(Records from a data source)
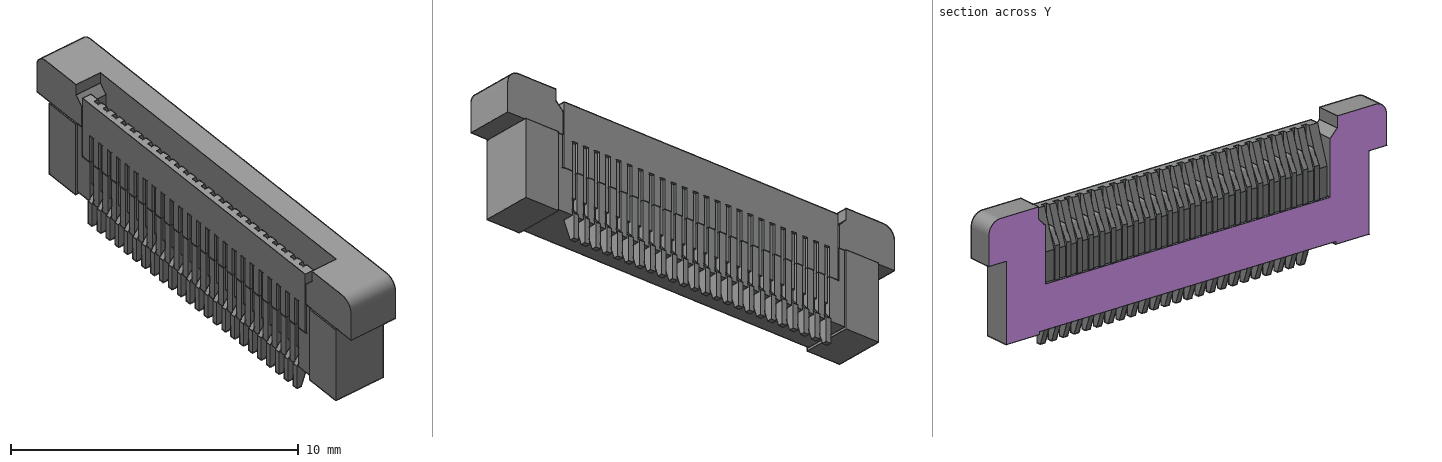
import cadquery as cq
import math

CAP_LENGTH = 17.65
CAP_DEPTH = 1.98
CAP_BOTTOM = 3.15
CAP_TOP = 4.84
CAP_CORNER_RADIUS = 0.51

EAR_OUTER_X = 8.05
EAR_INNER_X = 6.57
EAR_DEPTH = 2.1

BASE_DEPTH = 1.95
BASE_BOTTOM = 0.1

CLEARANCE = 0.05
POCKET_HALF_LENGTH = 6.3
POCKET_BACK_Y = 0.09
POCKET_FLOOR = 1.85
MOUTH_HALF_LENGTH = 6.62
MOUTH_DEPTH = 0.46

ACTUATOR_HALF_LENGTH = POCKET_HALF_LENGTH - CLEARANCE
ACTUATOR_TOP = 4.47
ACTUATOR_FRONT_Y = -CAP_DEPTH / 2
ACTUATOR_TIP_BACK_Y = -0.62
ACTUATOR_BACK_Y = -0.09
WEDGE_HEIGHT = 1.46
COMB_TOP = 3.04

CONTACT_COUNT = 24
CONTACT_ROW_LENGTH = 11.5
CONTACT_PITCH = CONTACT_ROW_LENGTH / (CONTACT_COUNT - 1)
CONTACT_WIDTH = 0.21
CORE_FRONT_Y = -0.78
CORE_BACK_Y = -0.04
LEG_FRONT_Y = -0.88
LEG_BOTTOM = 0.85
TIP_TOP = 3.7
TIP_CHAMFER_DEPTH = 0.32
TIP_SLOPE_ANGLE = 30.0
TIP_RADIUS = 0.15

FOOT_FRONT_Y = -EAR_DEPTH / 2
FOOT_BOTTOM = -0.83
FOOT_SLOPE_TOP = 0.46
FOOT_SLOPE_BOTTOM = 0.16
FOOT_TOE_DEPTH = 0.2
FOOT_HEEL_Y = -0.51

contact_positions = [
    -CONTACT_ROW_LENGTH / 2 + i * CONTACT_PITCH for i in range(CONTACT_COUNT)
]


def block(x_min, x_max, y_min, y_max, z_min, z_max):
    """Rectangular block between the given limits."""
    size = (x_max - x_min, y_max - y_min, z_max - z_min)
    return cq.Workplane("XY").box(*size, centered=False).translate((x_min, y_min, z_min))


def contact_column(y_min, y_max, z_min, z_max):
    """Block as wide as a contact, centred on X = 0."""
    return block(-CONTACT_WIDTH / 2, CONTACT_WIDTH / 2, y_min, y_max, z_min, z_max)


def along_row(shape):
    """Copies of a shape at every contact position."""
    copies = cq.Workplane("XY")
    for x in contact_positions:
        copies = copies.add(shape.translate((x, 0, 0)))
    return copies


def make_shell():
    """Cap, base and ears as one solid block."""
    shell = block(
        -CAP_LENGTH / 2, CAP_LENGTH / 2, -CAP_DEPTH / 2, CAP_DEPTH / 2, CAP_BOTTOM, CAP_TOP
    )
    shell = shell.edges("|Y and >Z").fillet(CAP_CORNER_RADIUS)
    shell = shell.union(
        block(-EAR_INNER_X, EAR_INNER_X, -BASE_DEPTH / 2, BASE_DEPTH / 2, BASE_BOTTOM, CAP_BOTTOM)
    )
    ear = block(EAR_INNER_X, EAR_OUTER_X, -EAR_DEPTH / 2, EAR_DEPTH / 2, 0, CAP_BOTTOM)
    return shell.union(ear).union(ear.mirror("YZ"))


def make_pocket():
    """Room for the actuator, with 45-degree lead-ins below its wider mouth."""
    lead_in_top = CAP_TOP - MOUTH_DEPTH
    lead_in_bottom = lead_in_top - (MOUTH_HALF_LENGTH - POCKET_HALF_LENGTH)
    right_side = [
        (POCKET_HALF_LENGTH, POCKET_FLOOR),
        (POCKET_HALF_LENGTH, lead_in_bottom),
        (MOUTH_HALF_LENGTH, lead_in_top),
        (MOUTH_HALF_LENGTH, CAP_TOP),
    ]
    left_side = [(-x, z) for x, z in reversed(right_side)]
    return (
        cq.Workplane("XZ", origin=(0, POCKET_BACK_Y, 0))
        .polyline(right_side + left_side)
        .close()
        .extrude(POCKET_BACK_Y + CAP_DEPTH / 2)
    )


def make_contact():
    """Upright core with a sloped tip, a thicker leg at mid-height and a tapered foot at the front."""
    slope_height = TIP_CHAMFER_DEPTH / math.tan(math.radians(TIP_SLOPE_ANGLE))
    slope_top_y = CORE_BACK_Y - TIP_CHAMFER_DEPTH

    contact = (
        cq.Workplane("YZ", origin=(-CONTACT_WIDTH / 2, 0, 0))
        .moveTo(CORE_FRONT_Y, TIP_TOP)
        .lineTo(CORE_FRONT_Y, COMB_TOP)
        .lineTo(LEG_FRONT_Y, COMB_TOP)
        .lineTo(LEG_FRONT_Y, LEG_BOTTOM)
        .lineTo(CORE_FRONT_Y, LEG_BOTTOM)
        .lineTo(CORE_FRONT_Y, FOOT_SLOPE_TOP)
        .lineTo(FOOT_FRONT_Y, FOOT_SLOPE_BOTTOM)
        .lineTo(FOOT_FRONT_Y, FOOT_BOTTOM)
        .lineTo(FOOT_FRONT_Y + FOOT_TOE_DEPTH, FOOT_BOTTOM)
        .lineTo(FOOT_HEEL_Y, BASE_BOTTOM)
        .lineTo(CORE_BACK_Y, BASE_BOTTOM)
        .lineTo(CORE_BACK_Y, TIP_TOP - slope_height)
        .lineTo(slope_top_y, TIP_TOP)
        .close()
        .extrude(CONTACT_WIDTH)
    )
    tip_edge = cq.selectors.NearestToPointSelector((0, slope_top_y, TIP_TOP))
    return contact.edges(tip_edge).fillet(TIP_RADIUS)


def make_housing():
    """Shell with its pocket, and the contacts fixed in grooves of the base."""
    groove = contact_column(-BASE_DEPTH / 2, CORE_FRONT_Y, BASE_BOTTOM, POCKET_FLOOR)
    housing = make_shell().cut(make_pocket())
    housing = housing.cut(cq.Compound.makeCompound(along_row(groove.val()).vals()))
    for contact in along_row(make_contact().val()).vals():
        housing = housing.union(cq.Workplane(contact))
    return housing


def make_actuator():
    """Wedge with a slot for each contact, open to the front below the comb top."""
    actuator = (
        cq.Workplane("YZ", origin=(-ACTUATOR_HALF_LENGTH, 0, 0))
        .polyline(
            [
                (ACTUATOR_FRONT_Y, POCKET_FLOOR),
                (ACTUATOR_FRONT_Y, ACTUATOR_TOP),
                (ACTUATOR_TIP_BACK_Y, ACTUATOR_TOP),
                (ACTUATOR_BACK_Y, ACTUATOR_TOP - WEDGE_HEIGHT),
                (ACTUATOR_BACK_Y, POCKET_FLOOR),
            ]
        )
        .close()
        .extrude(2 * ACTUATOR_HALF_LENGTH)
    )
    rear_slot = contact_column(CORE_FRONT_Y, ACTUATOR_BACK_Y, POCKET_FLOOR, ACTUATOR_TOP)
    front_slot = contact_column(ACTUATOR_FRONT_Y, CORE_FRONT_Y, POCKET_FLOOR, COMB_TOP)
    slot = rear_slot.union(front_slot)
    return actuator.cut(cq.Compound.makeCompound(along_row(slot.val()).vals()))


housing = make_housing()
actuator = make_actuator()
result = cq.Compound.makeCompound([housing.val(), actuator.val()])
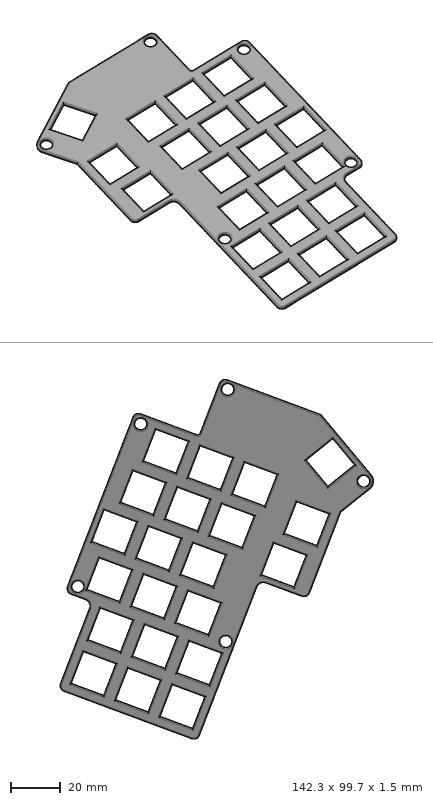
import cadquery as cq
import math

length = 142.3
width = 99.7
thickness = 1.5
edge_radius = 0.5

window_side = 14.0
key_pitch = 19.0
first_column_x = -35.1
middle_row_y = [13.5, 16.1, 21.2, 16.1, 8.4, 8.4]
thumb_keys = [(-27.5, -30.7, 0), (-8.4, -28.2, 0), (-54.2, -30.7, 30)]

hole_diameter = 4.8
tip_hole = (-51.8, -46.0)
screw_holes = [(-42.0, 46.0), (29.2, 46.0), (-67.6, 18.4), (29.2, -17.5), tip_hole]

left = -length / 2
right = length / 2
top = width / 2
left_step_x = -45.8
left_step_y = 22.3
right_step_x = 33.0
right_block_top = 38.4
right_block_bottom = -21.2
thumb_right = 1.0
thumb_bottom = -41.8

tip_angle = math.radians(30)
tip_radius = width / 2 + tip_hole[1]
tip_x = tip_hole[0] + tip_radius * (math.sin(tip_angle) - math.cos(tip_angle))
tip_y = tip_hole[1] - tip_radius * (math.sin(tip_angle) + math.cos(tip_angle))
left_bend_y = tip_y + (tip_x - left) / math.tan(tip_angle)
bottom_bend_x = tip_x + (thumb_bottom - tip_y) / math.tan(tip_angle)

outer_radius = 2.4
inner_radius = 2.8
notch_radius = 1.0

corners = [
    (left, left_step_y, outer_radius),
    (left_step_x, left_step_y, notch_radius),
    (left_step_x, top, outer_radius),
    (right_step_x, top, outer_radius),
    (right_step_x, right_block_top, inner_radius),
    (right, right_block_top, outer_radius),
    (right, right_block_bottom, outer_radius),
    (thumb_right, right_block_bottom, inner_radius),
    (thumb_right, thumb_bottom, outer_radius),
    (bottom_bend_x, thumb_bottom, 0),
    (tip_x, tip_y, tip_radius),
    (left, left_bend_y, 0),
]


def make_plate():
    """Flat plate with its vertical corners rounded."""
    outline = [(x, y) for x, y, _ in corners]
    plate = cq.Workplane("XY", origin=(0, 0, -thickness / 2)).polyline(outline).close().extrude(thickness)
    for x, y, radius in corners:
        if radius > 0:
            corner_edge = cq.selectors.NearestToPointSelector((x, y, 0))
            plate = plate.edges("|Z").edges(corner_edge).fillet(radius)
    return plate


def cut_window(plate, x, y, angle):
    """Cut a square switch window, turned by angle degrees."""
    cutter = cq.Workplane("XY").box(window_side, window_side, 2 * thickness)
    cutter = cutter.rotate((0, 0, 0), (0, 0, 1), angle).translate((x, y, 0))
    return plate.cut(cutter)


def cut_screw_holes(plate):
    """Drill the screw holes through the plate."""
    drills = cq.Workplane("XY", origin=(0, 0, -thickness)).pushPoints(screw_holes)
    return plate.cut(drills.circle(hole_diameter / 2).extrude(2 * thickness))


plate = make_plate()

for column, middle_y in enumerate(middle_row_y):
    for row in (-1, 0, 1):
        plate = cut_window(plate, first_column_x + column * key_pitch, middle_y + row * key_pitch, 0)

for x, y, angle in thumb_keys:
    plate = cut_window(plate, x, y, angle)

plate = cut_screw_holes(plate)

result = plate.faces("<Z or >Z").edges().fillet(edge_radius)

Exercise objective
Among the lines above, please find those with "math" and copy them.

Task solution
import math
    slope_height = TIP_CHAMFER_DEPTH / math.tan(math.radians(TIP_SLOPE_ANGLE))
import math
tip_angle = math.radians(30)
tip_x = tip_hole[0] + tip_radius * (math.sin(tip_angle) - math.cos(tip_angle))
tip_y = tip_hole[1] - tip_radius * (math.sin(tip_angle) + math.cos(tip_angle))
left_bend_y = tip_y + (tip_x - left) / math.tan(tip_angle)
bottom_bend_x = tip_x + (thumb_bottom - tip_y) / math.tan(tip_angle)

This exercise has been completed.